2026-04-17 15:51:27 +03:00

25 KiB

Raw Blame History

Database Migration Strategy

BellSystems CP v2 — Firestore + SQLite → Postgres

This is the living plan. Update it as phases complete. Never start a phase without reading the notes from the previous one.

Database Split — Target State

Data	Target	Source	Flutter uses?
Devices	Firestore	Firestore	YES — keep
App users (device owners)	Firestore	Firestore	YES — keep
Published melodies	Firestore	Firestore	YES — keep
Draft melodies	Postgres	SQLite	No
Built melodies	Postgres	SQLite	No
CRM customers	Postgres	Firestore	No
CRM products	Postgres	Firestore	No
CRM orders	Postgres	Firestore (subcollection)	No
Console settings	Postgres	Firestore	No
Public features settings	Postgres	Firestore	No
Staff / admin users	Postgres	Firestore	No
Firmware versions	Postgres	Firestore	No
Notes / Issues	Postgres	New (done)	No
Support tickets	Postgres	New (done)	No
CRM comms log	Postgres	SQLite	No
CRM media references	Postgres	SQLite	No
CRM sync state	Postgres	SQLite	No
CRM quotations + items	Postgres	SQLite	No
Mfg audit log	Postgres	SQLite	No
Device alerts	Postgres	SQLite	No
MQTT commands	Postgres	SQLite	No
MQTT heartbeats	Postgres	SQLite	No
Device logs	Postgres (partitioned)	SQLite	No
Staff audit log	Postgres	New	No

Rule: Everything that FlutterFlow touches directly stays in Firestore forever. The Console backend continues to write to those Firestore collections exactly as today. We only stop reading from Firestore in the Console — never stop writing to it.
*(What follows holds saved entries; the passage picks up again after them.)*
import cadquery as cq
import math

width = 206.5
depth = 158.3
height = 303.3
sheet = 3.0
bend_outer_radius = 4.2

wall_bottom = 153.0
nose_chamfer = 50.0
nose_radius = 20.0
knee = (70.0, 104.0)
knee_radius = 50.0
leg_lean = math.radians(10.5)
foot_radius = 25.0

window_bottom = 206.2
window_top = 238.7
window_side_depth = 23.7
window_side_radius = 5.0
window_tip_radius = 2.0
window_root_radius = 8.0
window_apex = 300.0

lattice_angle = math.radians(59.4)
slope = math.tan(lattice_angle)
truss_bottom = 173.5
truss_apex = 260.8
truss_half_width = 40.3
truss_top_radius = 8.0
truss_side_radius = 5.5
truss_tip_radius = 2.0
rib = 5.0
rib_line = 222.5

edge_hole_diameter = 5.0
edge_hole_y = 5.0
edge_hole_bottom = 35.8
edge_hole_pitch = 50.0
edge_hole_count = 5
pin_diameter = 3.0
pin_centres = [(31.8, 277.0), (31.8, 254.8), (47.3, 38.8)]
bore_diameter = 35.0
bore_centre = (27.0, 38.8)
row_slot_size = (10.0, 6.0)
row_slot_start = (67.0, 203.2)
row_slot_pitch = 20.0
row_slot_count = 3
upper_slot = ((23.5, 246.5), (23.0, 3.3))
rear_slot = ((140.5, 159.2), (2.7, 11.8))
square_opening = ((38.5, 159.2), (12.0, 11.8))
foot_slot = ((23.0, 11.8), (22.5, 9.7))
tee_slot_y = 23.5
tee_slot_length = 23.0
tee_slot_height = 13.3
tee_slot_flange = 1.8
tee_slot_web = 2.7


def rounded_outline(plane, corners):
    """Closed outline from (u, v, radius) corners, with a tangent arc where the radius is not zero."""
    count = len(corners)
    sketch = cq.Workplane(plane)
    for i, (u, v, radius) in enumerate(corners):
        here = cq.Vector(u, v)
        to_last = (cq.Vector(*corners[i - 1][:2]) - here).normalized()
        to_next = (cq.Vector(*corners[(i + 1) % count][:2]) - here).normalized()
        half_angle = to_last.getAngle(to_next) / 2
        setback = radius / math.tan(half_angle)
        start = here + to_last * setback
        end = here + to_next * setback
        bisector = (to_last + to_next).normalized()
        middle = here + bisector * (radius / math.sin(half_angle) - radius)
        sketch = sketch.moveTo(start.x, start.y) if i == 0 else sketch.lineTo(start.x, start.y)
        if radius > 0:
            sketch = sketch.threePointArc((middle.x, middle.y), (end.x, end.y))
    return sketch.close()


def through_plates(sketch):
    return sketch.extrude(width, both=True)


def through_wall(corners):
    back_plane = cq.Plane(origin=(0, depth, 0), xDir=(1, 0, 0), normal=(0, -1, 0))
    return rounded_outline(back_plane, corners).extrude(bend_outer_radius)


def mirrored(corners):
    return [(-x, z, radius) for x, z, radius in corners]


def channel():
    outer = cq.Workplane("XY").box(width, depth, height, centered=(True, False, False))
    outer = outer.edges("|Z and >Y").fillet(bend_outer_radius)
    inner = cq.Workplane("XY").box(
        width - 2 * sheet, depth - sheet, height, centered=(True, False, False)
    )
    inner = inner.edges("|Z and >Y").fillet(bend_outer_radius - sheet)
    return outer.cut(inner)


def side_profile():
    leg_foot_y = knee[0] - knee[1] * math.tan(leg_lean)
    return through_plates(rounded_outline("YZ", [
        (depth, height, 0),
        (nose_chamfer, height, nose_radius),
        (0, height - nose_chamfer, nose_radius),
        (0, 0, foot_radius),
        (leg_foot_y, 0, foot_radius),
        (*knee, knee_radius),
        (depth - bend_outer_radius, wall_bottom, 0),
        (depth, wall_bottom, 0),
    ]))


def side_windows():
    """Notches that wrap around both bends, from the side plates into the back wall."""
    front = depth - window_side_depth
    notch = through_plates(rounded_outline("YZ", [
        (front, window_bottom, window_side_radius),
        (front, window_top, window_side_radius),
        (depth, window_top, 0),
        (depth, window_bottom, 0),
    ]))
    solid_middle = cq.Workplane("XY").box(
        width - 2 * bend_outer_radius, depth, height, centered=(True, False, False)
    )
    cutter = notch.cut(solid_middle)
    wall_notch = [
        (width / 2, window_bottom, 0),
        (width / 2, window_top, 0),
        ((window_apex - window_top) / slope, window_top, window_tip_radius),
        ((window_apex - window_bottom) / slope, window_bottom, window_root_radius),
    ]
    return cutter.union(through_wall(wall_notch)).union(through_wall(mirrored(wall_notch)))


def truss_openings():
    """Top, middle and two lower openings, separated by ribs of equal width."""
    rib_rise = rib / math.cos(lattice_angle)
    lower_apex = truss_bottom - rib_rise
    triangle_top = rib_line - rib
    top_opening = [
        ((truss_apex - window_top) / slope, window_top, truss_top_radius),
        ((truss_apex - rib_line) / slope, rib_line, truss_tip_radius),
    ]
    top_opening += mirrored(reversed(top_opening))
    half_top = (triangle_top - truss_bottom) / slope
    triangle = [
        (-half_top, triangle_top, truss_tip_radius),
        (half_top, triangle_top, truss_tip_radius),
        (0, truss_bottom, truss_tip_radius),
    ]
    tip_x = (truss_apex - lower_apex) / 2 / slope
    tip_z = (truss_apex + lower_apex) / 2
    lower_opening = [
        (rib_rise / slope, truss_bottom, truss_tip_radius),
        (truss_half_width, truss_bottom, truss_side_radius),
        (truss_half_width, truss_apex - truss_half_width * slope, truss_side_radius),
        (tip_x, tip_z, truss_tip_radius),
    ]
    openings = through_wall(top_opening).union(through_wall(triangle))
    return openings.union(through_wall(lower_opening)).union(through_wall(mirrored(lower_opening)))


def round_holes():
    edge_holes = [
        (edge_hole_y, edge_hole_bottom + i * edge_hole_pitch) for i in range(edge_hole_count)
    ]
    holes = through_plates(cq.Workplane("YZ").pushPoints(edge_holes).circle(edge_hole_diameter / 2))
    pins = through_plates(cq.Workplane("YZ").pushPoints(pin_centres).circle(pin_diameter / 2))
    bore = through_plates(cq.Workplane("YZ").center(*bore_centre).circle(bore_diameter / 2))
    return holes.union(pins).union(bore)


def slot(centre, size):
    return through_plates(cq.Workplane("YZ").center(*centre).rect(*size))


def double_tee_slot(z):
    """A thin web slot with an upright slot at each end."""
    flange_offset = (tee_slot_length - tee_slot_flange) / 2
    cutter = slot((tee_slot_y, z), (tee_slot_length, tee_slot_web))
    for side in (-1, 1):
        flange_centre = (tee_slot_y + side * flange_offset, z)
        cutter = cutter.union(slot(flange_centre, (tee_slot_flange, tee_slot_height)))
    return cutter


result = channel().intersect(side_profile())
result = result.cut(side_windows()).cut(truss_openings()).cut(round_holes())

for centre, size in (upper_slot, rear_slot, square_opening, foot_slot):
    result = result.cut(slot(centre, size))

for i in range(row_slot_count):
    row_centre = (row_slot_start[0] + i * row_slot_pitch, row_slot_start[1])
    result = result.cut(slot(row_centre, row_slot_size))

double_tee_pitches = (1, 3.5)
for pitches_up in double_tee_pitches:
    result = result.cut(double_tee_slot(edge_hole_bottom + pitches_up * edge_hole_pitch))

Deployment Context — Critical

This project runs in two environments:

Environment	SQLite data	Firestore data	Where migrations run
Local (Windows + Docker for Desktop)	Empty / stale test data	Live (correct)	Development & testing only
VPS (production Docker)	Live correct data	Live (correct)	All Phase 1 migrations run here

What this means for each phase:

Phase 0 (schema): Alembic migrations can be developed and tested locally, then the same migrations are run on the VPS via docker compose exec backend alembic upgrade head. The VPS is authoritative.
Phase 1 (SQLite → Postgres): Migration scripts must be run on the VPS only. The local SQLite is not a valid source. Do not run Phase 1 migration scripts locally and assume they reflect real data.
Phase 2 (Firestore → Postgres): Can be run on either environment (Firestore is the same), but the VPS run is the one that matters. Run locally first to verify the scripts work, then run on the VPS.
Phase 3–5: All service cutover and testing happens on the VPS.

The deployment workflow:

Develop and test code locally
Push code to VPS (git pull or equivalent)
Run docker compose exec backend alembic upgrade head on the VPS to apply schema changes
Run migration scripts on the VPS when Phase 1 begins
Verify everything on the VPS before marking a phase complete

Non-negotiable Safety Rules

Never touch a Firestore collection — only read from it during migration. Never delete, update, or rename documents until you have personally verified the Postgres data is complete and correct.
Every migration script runs in a transaction — if any row fails, the entire script rolls back cleanly.
Idempotent scripts — every script uses ON CONFLICT DO NOTHING or equivalent. Safe to run twice.
Count verification before commit — each script prints Source: N docs/rows → Postgres: N rows ✓ and aborts if counts don't match.
Migration run log — a _migration_runs table in Postgres records what ran, when, how many rows, and success/failure. Check it after each script.
One domain at a time — complete and verify a full domain (schema + migration script + service cutover + smoke test) before starting the next.
No data loss = no rushing — downtime during migration is acceptable. Data loss is not.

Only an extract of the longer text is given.